I was also intent on rectifying a previous mistake. I had been wrong about Bosnia, and I had, in a way that no swift-fingered blogger could ever understand, anguished over Srebrenica and a return to Europe of horrors long thought gone. I had been to Bosnia and seen in its twisting, darkly forested mountain roads a kind of Balkan Ho Chi Min Trail—impossible terrain that the locals could use to stop an army. Stay out, I cautioned.

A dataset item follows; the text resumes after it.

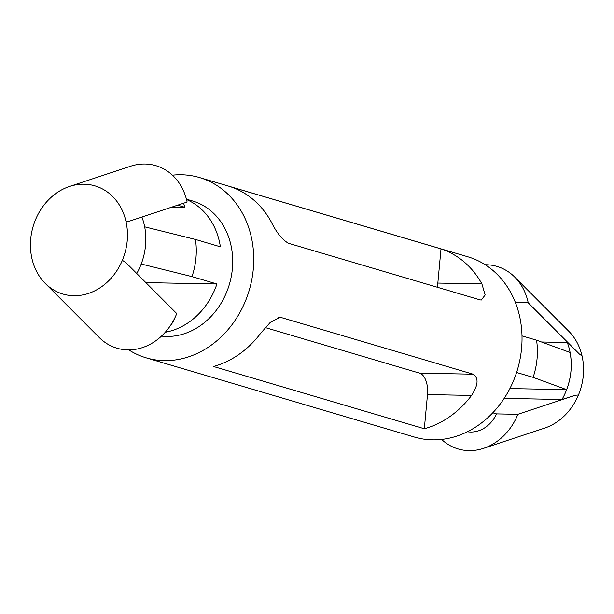 <?xml version="1.0" encoding="UTF-8"?>
<svg xmlns="http://www.w3.org/2000/svg" width="614" height="614" viewBox="0 0 614 614"><rect width="100%" height="100%" fill="white"/><g stroke="black" fill="none" stroke-linecap="round" stroke-linejoin="round"><path stroke-width="0.92" d="M515.399 302.548L528.224 302.794L579.232 353.894L567.29 342.489A59.911 50.755 -73.5 0 1 562.002 399.484L575.395 395.239L578.442 395.017A56.404 47.777 -73.5 0 0 578.818 394.104C583.645 381.785 584.797 369.39 582.264 356.941A56.404 47.777 -73.5 0 0 582.064 356.013A56.404 47.777 -73.5 0 0 568.764 331.222L514.724 277.075A56.404 47.777 -73.5 0 0 485.214 264.749M579.232 353.894L582.064 356.013M441.589 439.432A56.404 47.777 -73.5 0 0 483.579 448.335A56.404 47.777 -73.5 0 0 517.878 414.296L575.395 395.239M483.579 448.335L544.518 428.142A56.404 47.777 -73.5 0 0 578.442 395.017M517.878 414.296L496.511 413.89A30.554 25.88 106.5 0 1 467.454 431.726M528.224 302.794A56.404 47.777 -73.5 0 0 514.724 277.075M492.804 412.792L496.511 413.89M541.517 341.998L567.29 342.489M562.002 399.484L504.186 398.379M521.992 335.881L536.575 340.187L570.084 352.474C572.401 364.923 571.25 377.318 566.63 389.637L509.896 388.562M536.575 340.187C538.371 352.628 537.219 365.023 533.129 377.357L566.63 389.637M516.589 372.468L533.129 377.357M183.509 203.257A30.554 25.88 106.5 0 1 184.906 207.317L171.997 207.064M184.906 207.317L177.692 205.183M169.986 326.234A30.554 25.88 -73.5 0 0 174.56 318.819L174.407 318.773M69.482 186.487L130.421 166.294A56.404 47.777 106.5 0 1 187.109 202.06L129.592 221.117L125.962 221.332A56.404 47.777 106.5 0 1 126.169 222.253C128.702 234.717 127.551 247.112 122.723 259.423A56.404 47.777 106.5 0 1 122.347 260.336A56.404 47.777 106.5 0 1 45.236 283.407A56.404 47.777 106.5 0 1 31.936 258.609A56.404 47.777 106.5 0 1 31.736 257.688C29.203 245.224 30.355 232.836 35.182 220.518A56.404 47.777 106.5 0 1 35.558 219.612A56.404 47.777 106.5 0 1 69.482 186.487A56.404 47.777 106.5 0 1 125.962 221.332M122.347 260.336L125.755 262.462L176.763 313.57A56.404 47.777 106.5 0 1 99.276 337.554L45.236 283.407M145.879 282.624L216.926 283.983L192.013 276.622L141.197 264.012M192.013 276.622C196.104 264.289 197.255 251.901 195.467 239.452L144.651 226.842M186.518 199.55A69.566 58.929 106.5 0 1 220.38 246.813L195.467 239.452M278.518 317.538L281.442 317.591L280.007 317.384L270.298 322.365L260.766 333.164A94.003 79.636 -73.5 0 1 213.526 366.497L424.328 428.749L427.498 394.579A18.804 9.732 91.1 0 0 419.638 373.166L265.256 327.577M281.442 317.591L473.079 374.179C478.828 377.963 478.321 385.039 471.567 395.416A94.003 79.636 106.5 0 1 424.328 428.749M437.836 283.069L481.906 283.914L485.16 294.989L481.269 300.046L479.971 299.847L288.334 243.251C282.003 239.429 276.262 232.23 271.112 221.662A94.003 79.636 106.5 0 0 230.204 186.648L441.005 248.9L437.836 283.069A18.804 9.732 -88.9 0 1 437.199 287.214M481.906 283.914A94.003 79.636 -73.5 0 0 441.005 248.9M172.411 175.19A94.003 79.636 106.5 0 1 181.475 174.775A94.003 79.636 106.5 0 1 199.481 177.546L467.768 256.767A94.003 79.636 106.5 0 1 517.518 369.482A94.003 79.636 106.5 0 1 414.519 437.084L146.232 357.855A94.003 79.636 106.5 0 1 128.786 349.88M199.481 177.546A94.003 79.636 106.5 0 1 249.23 290.253A94.003 79.636 106.5 0 1 146.232 357.855M186.418 199.174L192.558 200.985A69.566 58.929 106.5 0 1 230.641 279.539A69.566 58.929 106.5 0 1 161.482 336.119M216.926 283.983A69.566 58.929 106.5 0 1 165.273 332.243M141.918 217.034A59.911 50.755 106.5 0 1 136.768 273.499M419.638 373.166L473.079 374.179M427.498 394.579L471.567 395.416"/></g></svg>

I had learned the wrong lesson from that war, and I also learned a wrong lesson from the first Gulf War, which I had supported. Predictions of a quagmire had not materialized, and neither had predictions that the vaunted Arab street—what we now might call terrorism—would erupt and friendly regimes would topple. The lesson now was that force could actually work and save lives.

I had been to Iraq, but I didn’t know what I didn’t know. One of those things, certainly, is how little we understood the society—an ignorance so profound I don’t think 100,000 more troops would have made a difference. We, journalists and government alike, listened to the wrong people and came away smug in ignorance—no one smugger than Rummy. Even with the evidence before his eyes, he saw a nation that was not there.

I was miserably wrong in my judgment and somewhat emotional, and whenever my resolve weakened, as it did over time, I steadied myself by downing belts of inane criticism from the likes of Michael Moore or “realists” like Brent Scowcroft, who had presided over the slaughter of the Shiites. I favored the war not for oil or empire (what silliness!) or Israel but for all the reasons that made me regret Bosnia, Rwanda, and every other time when innocents were being killed and nothing was done to stop it. I owe it to Tony Judt for giving me the French ex-Stalinist Pierre Courtade, who, wrongheaded though he might have been, neatly sums it all up for me: “You and your kind were wrong to be right; we were right to be wrong.”